In October 2025, the Celsius estate filed a lawsuit against Archblock, TrueCoin, and TrustToken. The complaint claims that these firms, responsible for operating TrueUSD and other “True” stablecoins, used customer deposits for risky offshore investments. Celsius alleges that these firms partnered with entities that did not have fiduciary duties, leading to potential financial losses.
The Celsius estate accuses Archblock, TrueCoin, and TrustToken of gambling customer deposits on speculative investments. The lawsuit highlights that these firms failed to maintain the integrity of their clients’ funds, investing in risky assets without proper safeguards. Celsius claims these actions put customer funds at unnecessary risk, ultimately compromising the stability of the stablecoins.
In response, Archblock denied all allegations in its November 2025 statement. The company stated that it followed all necessary procedures and acted within the boundaries of the law. However, despite these claims, Celsius continues to argue that these firms’ decisions directly led to financial harm for their clients.
Techteryx, a firm connected to Justin Sun, now operates TrueUSD after taking over from its previous management. This company has also filed legal complaints against First Digital, alleging that it misappropriated funds placed with them. These funds were allegedly invested in risky assets, an accusation that has drawn the attention of the U.S. Securities and Exchange Commission (SEC).

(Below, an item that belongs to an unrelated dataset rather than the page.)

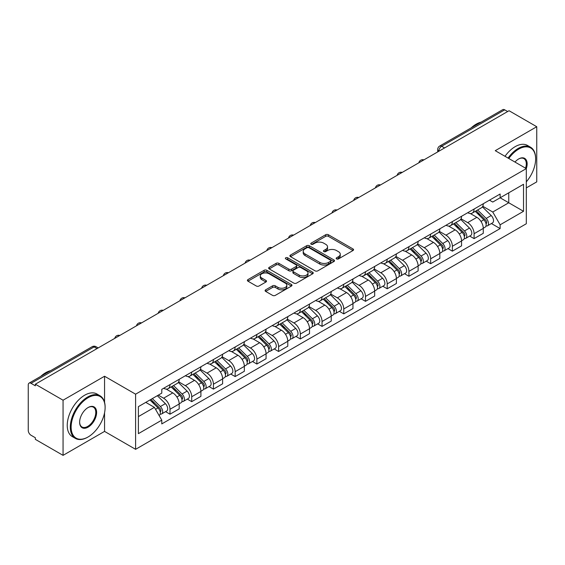 <?xml version="1.0" encoding="UTF-8"?>
<svg xmlns="http://www.w3.org/2000/svg" width="565" height="565" viewBox="0 0 565 565"><rect width="100%" height="100%" fill="white"/><g stroke="black" fill="none" stroke-linecap="round" stroke-linejoin="round"><path stroke-width="0.85" d="M336.563 258.904A1.356 0.784 0 0 0 338.477 258.904L352.998 250.521A1.935 1.116 0 0 0 353.563 249.73A1.935 1.116 0 0 0 352.998 248.946L328.399 234.743A1.935 1.116 0 0 0 325.666 234.743L311.146 243.127A1.356 0.784 0 0 0 310.75 243.677A1.356 0.784 0 0 0 311.146 244.228A1.356 0.784 0 0 0 313.059 244.228L314.938 243.141A6.187 3.574 0 0 1 323.681 243.141L325.73 244.327A6.187 3.574 0 0 1 327.545 246.856A6.187 3.574 0 0 1 325.73 249.377L323.851 250.465A1.356 0.784 0 0 0 323.455 251.015A1.356 0.784 0 0 0 323.851 251.566A1.356 0.784 0 0 0 325.765 251.566L327.644 250.486A6.187 3.574 0 0 1 336.394 250.486L338.442 251.665A6.187 3.574 0 0 1 340.257 254.194A6.187 3.574 0 0 1 338.442 256.715L336.563 257.802A1.356 0.784 0 0 0 336.168 258.353A1.356 0.784 0 0 0 336.563 258.904L336.563 257.802M265.663 289.817A1.935 1.116 0 0 0 265.098 290.608A1.935 1.116 0 0 0 265.663 291.399L272.57 295.382A1.935 1.116 0 0 0 275.303 295.382L291.427 286.067A1.935 1.116 0 0 0 291.992 285.283A1.935 1.116 0 0 0 291.427 284.492L266.828 270.289A1.935 1.116 0 0 0 264.095 270.289L247.964 279.597A1.935 1.116 0 0 0 247.399 280.388A1.935 1.116 0 0 0 247.964 281.179L256.305 285.989A1.935 1.116 0 0 0 259.038 285.989L265.938 282.006A1.935 1.116 0 0 0 266.503 281.215A1.935 1.116 0 0 0 265.938 280.431L261.807 278.044A5.17 2.987 0 0 1 260.288 275.932A5.17 2.987 0 0 1 263.481 273.17A5.17 2.987 0 0 1 269.117 273.82L285.311 283.171A5.17 2.987 0 0 1 286.829 285.283A5.17 2.987 0 0 1 283.637 288.037A5.17 2.987 0 0 1 278.001 287.394L275.303 285.834A1.935 1.116 0 0 0 272.57 285.834L265.663 289.817L265.663 291.399M135.6 394.179L104.553 376.248L63.061 400.204L35.348 384.207L509.044 110.726L536.75 126.722L495.258 150.678L526.305 168.603L135.6 394.179L135.6 449.323L526.305 223.754L526.305 168.603A12.013 6.935 -60 0 0 518.649 158.963L518.649 158.963A12.013 6.935 -60 0 0 514.962 162.056M315.072 270.84A1.935 1.116 0 0 0 317.805 270.84L333.936 261.531A1.935 1.116 0 0 0 334.501 260.74A1.935 1.116 0 0 0 333.936 259.949L309.33 245.747A1.935 1.116 0 0 0 306.597 245.747L290.474 255.062A1.935 1.116 0 0 0 289.902 255.846A1.935 1.116 0 0 0 290.474 256.637L315.072 270.84M286.3 259.201A1.356 0.784 0 0 1 287.67 259.392L287.67 257.781L312.678 272.224A1.935 1.116 0 0 1 313.243 273.008A1.935 1.116 0 0 1 312.678 273.799L296.554 283.107A1.935 1.116 0 0 1 293.821 283.107L269.215 268.905L269.215 267.33A1.935 1.116 0 0 0 268.65 268.121A1.935 1.116 0 0 0 269.215 268.905M269.215 267.33L276.123 263.346A1.935 1.116 0 0 1 278.856 263.346L288.828 269.102A1.935 1.116 0 0 0 291.561 269.102L296.145 266.461A1.935 1.116 0 0 0 296.71 265.67A1.935 1.116 0 0 0 296.145 264.886L285.756 258.883A1.356 0.784 0 0 1 285.36 258.332A1.356 0.784 0 0 1 286.194 257.612A1.356 0.784 0 0 1 287.67 257.781M63.061 400.204L63.061 455.355L35.348 439.358L35.348 437.748L31.033 435.255A3.941 2.274 -120 0 1 28.25 430.431L28.25 384.935A3.941 2.274 -120 0 1 29.062 383.127L92.137 346.712A3.941 2.274 60 0 1 94.108 346.91L31.033 383.324A3.941 2.274 -120 0 0 29.062 383.127M526.305 187.898L536.75 181.874L536.75 126.722M63.061 455.355L104.553 431.399L135.6 449.323M35.348 384.207L35.348 385.817L31.033 383.324M444.577 147.945L441.653 146.257A3.941 2.274 60 0 0 439.683 146.06L502.758 109.645A3.941 2.274 60 0 1 504.722 109.843L441.653 146.257A3.941 2.274 120 0 0 438.864 151.081L438.864 151.243M507.652 111.531L504.722 109.843M474.091 209.043A9.061 5.226 60 0 1 472.22 213.111L481.408 207.8A9.061 5.226 -120 0 0 483.28 203.739M461.047 218.796L467.686 222.624A9.061 5.226 60 0 1 474.091 233.719L483.28 228.415A9.061 5.226 -120 0 0 476.874 217.32L470.299 213.528M483.28 228.415L483.28 233.317L474.091 238.628L469.685 236.078M472.22 213.111A9.061 5.226 60 0 1 467.756 212.701M474.091 233.719L474.091 238.628M452.374 221.586A9.061 5.226 60 0 1 450.496 225.647L459.684 220.343A9.061 5.226 -120 0 0 461.563 216.275M447.967 248.621L452.374 251.164L461.563 245.86L461.563 240.958A9.061 5.226 -120 0 0 455.157 229.863L448.582 226.064M450.496 225.647A9.061 5.226 60 0 1 446.039 225.237M439.33 231.339L445.969 235.167A9.061 5.226 60 0 1 452.374 246.262L452.374 251.164M430.65 234.122A9.061 5.226 60 0 1 428.771 238.19L437.967 232.886A9.061 5.226 -120 0 0 439.838 228.818M426.243 261.164L430.65 263.707L439.838 258.403L439.838 253.494A9.061 5.226 -120 0 0 433.433 242.406L426.858 238.607M428.771 238.19A9.061 5.226 60 0 1 424.315 237.78M417.606 243.875L424.244 247.71A9.061 5.226 60 0 1 430.65 258.805L430.65 263.707M408.926 246.665A9.061 5.226 60 0 1 407.054 250.733L416.243 245.422A9.061 5.226 -120 0 0 418.121 241.361M404.526 273.7L408.926 276.25L418.121 270.939L418.121 266.037A9.061 5.226 -120 0 0 411.716 254.942L405.133 251.15M407.054 250.733A9.061 5.226 60 0 1 402.591 250.323M395.888 256.418L402.527 260.246A9.061 5.226 60 0 1 408.926 271.341L408.926 276.25M387.209 259.208A9.061 5.226 60 0 1 385.33 263.269L394.518 257.965A9.061 5.226 -120 0 0 396.397 253.897M382.802 286.243L387.209 288.786L396.397 283.482L396.397 278.58A9.061 5.226 -120 0 0 389.991 267.485L383.416 263.686M385.33 263.269A9.061 5.226 60 0 1 380.874 262.859M374.164 268.961L380.803 272.789A9.061 5.226 60 0 1 387.209 283.884L387.209 288.786M365.484 271.744A9.061 5.226 60 0 1 363.613 275.812L372.801 270.508A9.061 5.226 -120 0 0 374.673 266.44M361.077 298.786L365.484 301.329L374.673 296.025L374.673 291.116A9.061 5.226 -120 0 0 368.274 280.028L361.692 276.228M363.613 275.812A9.061 5.226 60 0 1 359.149 275.402M352.447 281.497L359.079 285.332A9.061 5.226 60 0 1 365.484 296.427L365.484 301.329M343.767 284.287A9.061 5.226 60 0 1 341.889 288.355L351.077 283.044A9.061 5.226 -120 0 0 352.956 278.983M339.36 311.322L343.767 313.872L352.956 308.561L352.956 303.659A9.061 5.226 -120 0 0 346.55 292.564L339.975 288.772M341.889 288.355A9.061 5.226 60 0 1 337.432 287.945M330.723 294.04L337.362 297.868A9.061 5.226 60 0 1 343.767 308.963L343.767 313.872M322.043 296.83A9.061 5.226 60 0 1 320.164 300.891L329.36 295.587A9.061 5.226 -120 0 0 331.231 291.519M317.636 323.865L322.043 326.408L331.231 321.104L331.231 316.202A9.061 5.226 -120 0 0 324.826 305.107L318.25 301.307M320.164 300.891A9.061 5.226 60 0 1 315.708 300.481M308.998 306.583L315.637 310.411A9.061 5.226 60 0 1 322.043 321.506L322.043 326.408M300.319 309.366A9.061 5.226 60 0 1 298.447 313.434L307.635 308.13A9.061 5.226 -120 0 0 309.514 304.062M295.919 336.408L300.326 338.951L309.514 333.647L309.514 328.738A9.061 5.226 -120 0 0 303.108 317.65L296.526 313.85M298.447 313.434A9.061 5.226 60 0 1 293.991 313.024M287.281 319.119L293.92 322.954A9.061 5.226 60 0 1 300.326 334.049L300.326 338.951M278.602 321.909A9.061 5.226 60 0 1 276.723 325.977L285.918 320.666A9.061 5.226 -120 0 0 287.79 316.605M274.195 348.944L278.602 351.494L287.79 346.183L287.79 341.281A9.061 5.226 -120 0 0 281.384 330.186L274.809 326.393M276.723 325.977A9.061 5.226 60 0 1 272.266 325.567M265.557 331.662L272.196 335.49A9.061 5.226 60 0 1 278.602 346.585L278.602 351.494M256.877 334.452A9.061 5.226 60 0 1 255.006 338.513L264.194 333.209A9.061 5.226 -120 0 0 266.073 329.141M252.477 361.487L256.877 364.03L266.073 358.726L266.073 353.824A9.061 5.226 -120 0 0 259.667 342.729L253.085 338.929M255.006 338.513A9.061 5.226 60 0 1 250.542 338.103M243.84 344.205L250.472 348.033A9.061 5.226 60 0 1 256.877 359.128L256.877 364.03M235.16 346.988A9.061 5.226 60 0 1 233.281 351.056L242.47 345.752A9.061 5.226 -120 0 0 244.348 341.684M230.753 374.03L235.16 376.573L244.348 371.269L244.348 366.36A9.061 5.226 -120 0 0 237.943 355.272L231.368 351.472M233.281 351.056A9.061 5.226 60 0 1 228.825 350.646M222.116 356.741L228.754 360.576A9.061 5.226 60 0 1 235.16 371.671L235.16 376.573M213.436 359.531A9.061 5.226 60 0 1 211.564 363.599L220.753 358.288A9.061 5.226 -120 0 0 222.624 354.227M209.029 386.566L213.436 389.116L222.624 383.805L222.624 378.903A9.061 5.226 -120 0 0 216.226 367.808L209.643 364.015M211.564 363.599A9.061 5.226 60 0 1 207.101 363.189M200.398 369.284L207.03 373.112A9.061 5.226 60 0 1 213.436 384.207L213.436 389.116M191.719 372.074A9.061 5.226 60 0 1 189.84 376.135L199.028 370.831A9.061 5.226 -120 0 0 200.907 366.763M187.312 399.109L191.719 401.651L200.907 396.348L200.907 391.446A9.061 5.226 -120 0 0 194.501 380.351L187.926 376.551M189.84 376.135A9.061 5.226 60 0 1 185.384 375.725M178.674 381.827L185.313 385.655A9.061 5.226 60 0 1 191.719 396.75L191.719 401.651M169.994 384.61A9.061 5.226 60 0 1 168.116 388.678L177.311 383.374A9.061 5.226 -120 0 0 179.183 379.306M165.587 411.652L169.994 414.194L179.183 408.891L179.183 403.982A9.061 5.226 -120 0 0 172.777 392.894L166.202 389.094M168.116 388.678A9.061 5.226 60 0 1 163.659 388.268M158.299 395.14L163.589 398.198A9.061 5.226 60 0 1 169.994 409.293L169.994 414.194M489.481 200.158L492.751 202.051L523.522 184.282L508.761 192.806L508.761 202.771L492.751 212.016L482.771 206.253M138.39 416.603L154.4 407.358L161.781 420.141L138.39 433.652L138.39 406.638L161.781 393.134L161.781 389.356L500.131 194.007L500.131 197.785L523.522 211.296L500.131 224.799L492.751 212.016M523.522 184.282L523.522 211.296M161.781 420.141L161.781 423.92L500.131 228.578L500.131 224.799M104.553 376.248L104.553 402.315M104.553 412.824L104.553 431.399M154.4 407.358L145.77 402.379M491.409 223.542L500.131 228.578M337.107 259.095L338.442 258.325A6.187 3.574 0 0 0 340.257 255.797L340.257 254.194M327.545 246.856L327.545 248.459A6.187 3.574 0 0 1 325.73 250.987L324.395 251.757M352.97 250.535L328.399 236.347A1.935 1.116 0 0 0 325.666 236.347L311.682 244.419M333.908 261.546L309.33 247.357A1.935 1.116 0 0 0 306.597 247.357L290.495 256.651L290.474 255.062M330.518 261.291A1.356 0.784 0 0 0 330.913 260.74A1.356 0.784 0 0 0 330.518 260.19L308.921 247.717A1.356 0.784 0 0 0 307.007 247.717L305.029 248.868A6.187 3.574 0 0 0 303.214 251.39A6.187 3.574 0 0 0 305.029 253.918L319.79 262.435A6.187 3.574 0 0 0 328.533 262.435L330.518 261.291L330.518 262.902A1.356 0.784 0 0 0 330.913 262.351L330.913 260.74M303.214 251.39L303.214 253A6.187 3.574 0 0 0 305.029 255.521L305.029 253.918M330.518 262.902L328.533 264.046A6.187 3.574 0 0 1 319.79 264.046L305.029 255.521M269.244 268.919L276.123 264.95L276.123 263.346M296.71 265.67L296.71 267.28A1.935 1.116 0 0 1 296.145 268.071L291.561 270.713A1.935 1.116 0 0 1 288.828 270.713L278.856 264.95A1.935 1.116 0 0 0 276.123 264.95M287.67 259.392L312.657 273.813M299.182 275.084A5.17 2.987 0 0 0 304.818 275.727A5.17 2.987 0 0 0 308.01 272.973A5.17 2.987 0 0 0 306.498 270.861L300.792 267.563A1.935 1.116 0 0 0 298.059 267.563L293.475 270.211A1.935 1.116 0 0 0 292.91 270.995A1.935 1.116 0 0 0 293.475 271.786L299.182 275.084L299.182 276.688A5.17 2.987 0 0 0 304.818 277.337A5.17 2.987 0 0 0 308.01 274.576L308.01 272.973M292.91 270.995L292.91 272.605A1.935 1.116 0 0 0 293.475 273.396L293.475 271.786M299.182 276.688L293.475 273.396M286.829 285.283L286.829 286.886A5.17 2.987 0 0 1 283.637 289.647A5.17 2.987 0 0 1 278.001 288.998L275.303 287.444A1.935 1.116 0 0 0 272.57 287.444L265.691 291.413M260.288 275.932L260.288 277.535A5.17 2.987 0 0 0 261.807 279.647L261.807 278.044M265.91 282.02L261.807 279.647M291.399 286.088L266.828 271.899A1.935 1.116 0 0 0 264.095 271.899L247.993 281.193M475.264 211.352L483.817 219.792A4.923 2.839 60 0 1 485.116 227.172L483.28 228.232M476.966 213.033L480.596 215.131M476.21 210.802L485.582 220.046A2.366 1.363 60 0 1 486.204 223.592A2.366 1.363 60 0 1 485.992 223.676M477.63 209.982L486.183 218.422A4.923 2.839 60 0 1 487.482 225.802A4.923 2.839 60 0 1 485.999 225.965M482.418 206.868L491.197 215.533A4.923 2.839 60 0 1 492.496 222.914L487.482 225.802M453.54 223.888L462.099 232.335A4.923 2.839 60 0 1 463.399 239.715L461.563 240.775M455.249 225.576L458.872 227.667M454.486 223.345L463.858 232.589A2.366 1.363 60 0 1 464.486 236.128A2.366 1.363 60 0 1 464.268 236.212M455.906 222.525L464.465 230.965A4.923 2.839 60 0 1 465.765 238.345A4.923 2.839 60 0 1 464.275 238.508M460.694 219.411L469.48 228.069A4.923 2.839 60 0 1 470.772 235.45L465.765 238.345M431.822 236.431L440.375 244.871A4.923 2.839 60 0 1 441.675 252.251L439.838 253.311M433.525 238.112L437.155 240.21M432.769 235.88L442.141 245.125A2.366 1.363 60 0 1 442.762 248.671A2.366 1.363 60 0 1 442.543 248.755M434.188 235.061L442.741 243.508A4.923 2.839 60 0 1 444.041 250.888A4.923 2.839 60 0 1 442.557 251.044M438.977 231.947L447.755 240.612A4.923 2.839 60 0 1 449.055 247.993L444.041 250.888M526.305 181.852A24.027 13.871 120 0 0 535.634 158.963A24.027 13.871 120 0 0 518.649 149.153A24.027 13.871 120 0 0 508.79 158.49M508.069 158.073A24.613 14.21 -60 0 1 518.232 148.425A24.613 14.21 -60 0 1 530.535 147.211A24.613 14.21 -60 0 1 535.634 158.475A24.613 14.21 -60 0 1 535.634 158.723M525.57 168.179A11.42 6.596 120 0 0 523.939 158.638A11.42 6.596 120 0 0 518.437 159.083M471.203 127.859A24.613 14.21 -60 0 1 476.182 124.152A24.613 14.21 -60 0 1 481.154 122.118M505.004 156.307A24.613 14.21 -60 0 1 515.167 146.66A24.613 14.21 -60 0 1 527.477 145.438L530.535 147.211M87.702 437.183L88.126 436.943A24.027 13.871 120 0 0 105.111 407.52A24.027 13.871 120 0 0 88.126 397.711A24.027 13.871 120 0 0 71.133 427.14A24.027 13.871 120 0 0 88.126 436.943L87.702 437.183A24.613 14.21 -60 0 1 75.399 438.405A24.613 14.21 -60 0 1 71.628 418.679A24.613 14.21 -60 0 1 87.702 396.99A24.613 14.21 -60 0 1 100.012 395.768A24.613 14.21 -60 0 1 105.111 407.04A24.613 14.21 -60 0 1 105.111 407.28M88.126 407.52L88.126 407.52A12.013 6.935 -60 0 1 96.615 412.429A12.013 6.935 -60 0 1 88.126 427.14A12.013 6.935 -60 0 1 79.63 422.232A12.013 6.935 -60 0 1 88.126 407.52L88.126 407.52M79.63 421.984A11.42 6.596 120 0 0 81.996 426.978A11.42 6.596 120 0 0 87.702 426.413A11.42 6.596 120 0 0 95.167 416.349A11.42 6.596 120 0 0 93.416 407.195A11.42 6.596 120 0 0 87.914 407.648M40.68 376.424A24.613 14.21 -60 0 1 45.652 372.716A24.613 14.21 -60 0 1 50.631 370.682M75.399 438.405L72.334 436.639A24.613 14.21 -60 0 1 68.563 416.914A24.613 14.21 -60 0 1 84.644 395.225A24.613 14.21 -60 0 1 96.947 394.003L100.012 395.768M410.098 248.974L418.658 257.414A4.923 2.839 60 0 1 419.95 264.794L418.114 265.854M411.807 250.655L415.43 252.753M411.045 248.423L420.416 257.668A2.366 1.363 60 0 1 421.038 261.214A2.366 1.363 60 0 1 420.826 261.298M412.464 247.604L421.024 256.044A4.923 2.839 60 0 1 422.323 263.424A4.923 2.839 60 0 1 420.833 263.587M417.252 244.49L426.031 253.155A4.923 2.839 60 0 1 427.331 260.536L422.323 263.424M388.374 261.51L396.934 269.957A4.923 2.839 60 0 1 398.233 277.337L396.397 278.397M390.083 263.198L393.713 265.289M389.327 260.966L398.699 270.211A2.366 1.363 60 0 1 399.321 273.75A2.366 1.363 60 0 1 399.102 273.834M390.747 260.147L399.3 268.587A4.923 2.839 60 0 1 400.599 275.967A4.923 2.839 60 0 1 399.109 276.13M395.535 257.033L404.314 265.691A4.923 2.839 60 0 1 405.614 273.072L400.599 275.967M366.657 274.053L375.209 282.493A4.923 2.839 60 0 1 376.509 289.873L374.673 290.933M368.359 275.734L371.989 277.832M367.603 273.502L376.975 282.747A2.366 1.363 60 0 1 377.597 286.293A2.366 1.363 60 0 1 377.385 286.377M369.023 272.683L377.582 281.13A4.923 2.839 60 0 1 378.875 288.51A4.923 2.839 60 0 1 377.392 288.666M373.811 269.569L382.59 278.234A4.923 2.839 60 0 1 383.889 285.615L378.875 288.51M344.933 286.596L353.492 295.036A4.923 2.839 60 0 1 354.792 302.416L352.956 303.476M346.642 288.277L350.265 290.375M345.886 286.045L355.251 295.29A2.366 1.363 60 0 1 355.879 298.836A2.366 1.363 60 0 1 355.66 298.92M347.298 285.226L355.858 293.666A4.923 2.839 60 0 1 357.158 301.046A4.923 2.839 60 0 1 355.668 301.209M352.087 282.112L360.873 290.777A4.923 2.839 60 0 1 362.172 298.158L357.158 301.046M323.215 299.132L331.768 307.579A4.923 2.839 60 0 1 333.068 314.959L331.231 316.019M324.917 300.82L328.548 302.911M324.162 298.588L333.534 307.833A2.366 1.363 60 0 1 334.155 311.372A2.366 1.363 60 0 1 333.943 311.456M325.581 297.769L334.134 306.209A4.923 2.839 60 0 1 335.433 313.589A4.923 2.839 60 0 1 333.95 313.752M330.37 294.655L339.148 303.313A4.923 2.839 60 0 1 340.448 310.694L335.433 313.589M301.491 311.675L310.051 320.115A4.923 2.839 60 0 1 311.35 327.495L309.507 328.555M303.2 313.356L306.823 315.454M302.437 311.124L311.809 320.369A2.366 1.363 60 0 1 312.431 323.915A2.366 1.363 60 0 1 312.219 323.999M303.857 310.305L312.417 318.752A4.923 2.839 60 0 1 313.716 326.132A4.923 2.839 60 0 1 312.226 326.288M308.645 307.19L317.431 315.856A4.923 2.839 60 0 1 318.724 323.237L313.716 326.132M279.767 324.218L288.327 332.658A4.923 2.839 60 0 1 289.626 340.038L287.79 341.098M281.476 325.899L285.106 327.997M280.72 323.667L290.092 332.912A2.366 1.363 60 0 1 290.714 336.457A2.366 1.363 60 0 1 290.495 336.542M282.14 322.848L290.693 331.288A4.923 2.839 60 0 1 291.992 338.668A4.923 2.839 60 0 1 290.509 338.831M286.928 319.734L295.707 328.399A4.923 2.839 60 0 1 297.006 335.78L291.992 338.668M258.05 336.754L266.609 345.201A4.923 2.839 60 0 1 267.902 352.581L266.066 353.641M259.759 338.442L263.382 340.533M258.996 336.21L268.368 345.455A2.366 1.363 60 0 1 268.989 348.993A2.366 1.363 60 0 1 268.778 349.078M260.416 335.391L268.975 343.831A4.923 2.839 60 0 1 270.275 351.211A4.923 2.839 60 0 1 268.785 351.374M265.204 332.277L273.983 340.935A4.923 2.839 60 0 1 275.282 348.315L270.275 351.211M236.325 349.297L244.885 357.737A4.923 2.839 60 0 1 246.185 365.117L244.348 366.177M238.035 350.978L241.665 353.076M237.279 348.746L246.644 357.991A2.366 1.363 60 0 1 247.272 361.536A2.366 1.363 60 0 1 247.053 361.621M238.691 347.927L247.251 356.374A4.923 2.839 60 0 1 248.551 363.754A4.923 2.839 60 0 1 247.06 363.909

The SEC’s lawsuit against TrueUSD mirrors many of Celsius’s accusations, including claims of improper management of TUSD’s dollar backing. The SEC also claims that funds were sent to a speculative offshore commodity fund. The accusations underline the ongoing tension between different entities involved in the management and oversight of TrueUSD and its affiliated stablecoins.
Celsius has been unable to redeem certain stablecoins, valued at approximately $12.92 million, according to its claims. In March 2023, Celsius sent a redemption request to TrustToken, but received no response for nearly a month. When Archblock finally responded, it revealed that certain funds were inaccessible for redemption due to Prime Trust being placed into receivership.
This situation worsened in 2024 when Archblock warned Celsius about potential issues with the collateral backing the TGBP stablecoin. The warning came after Archblock discovered a possible default by an underlying investment fund. Celsius claims this is evidence that the collateral for TGBP was invested in speculative assets instead of safer alternatives like cash or government securities.
Despite Archblock’s denials, the ongoing legal battle highlights concerns over the management and transparency of the firms involved. Celsius’s lawsuit is just one of many that illustrate growing tensions within the stablecoin sector.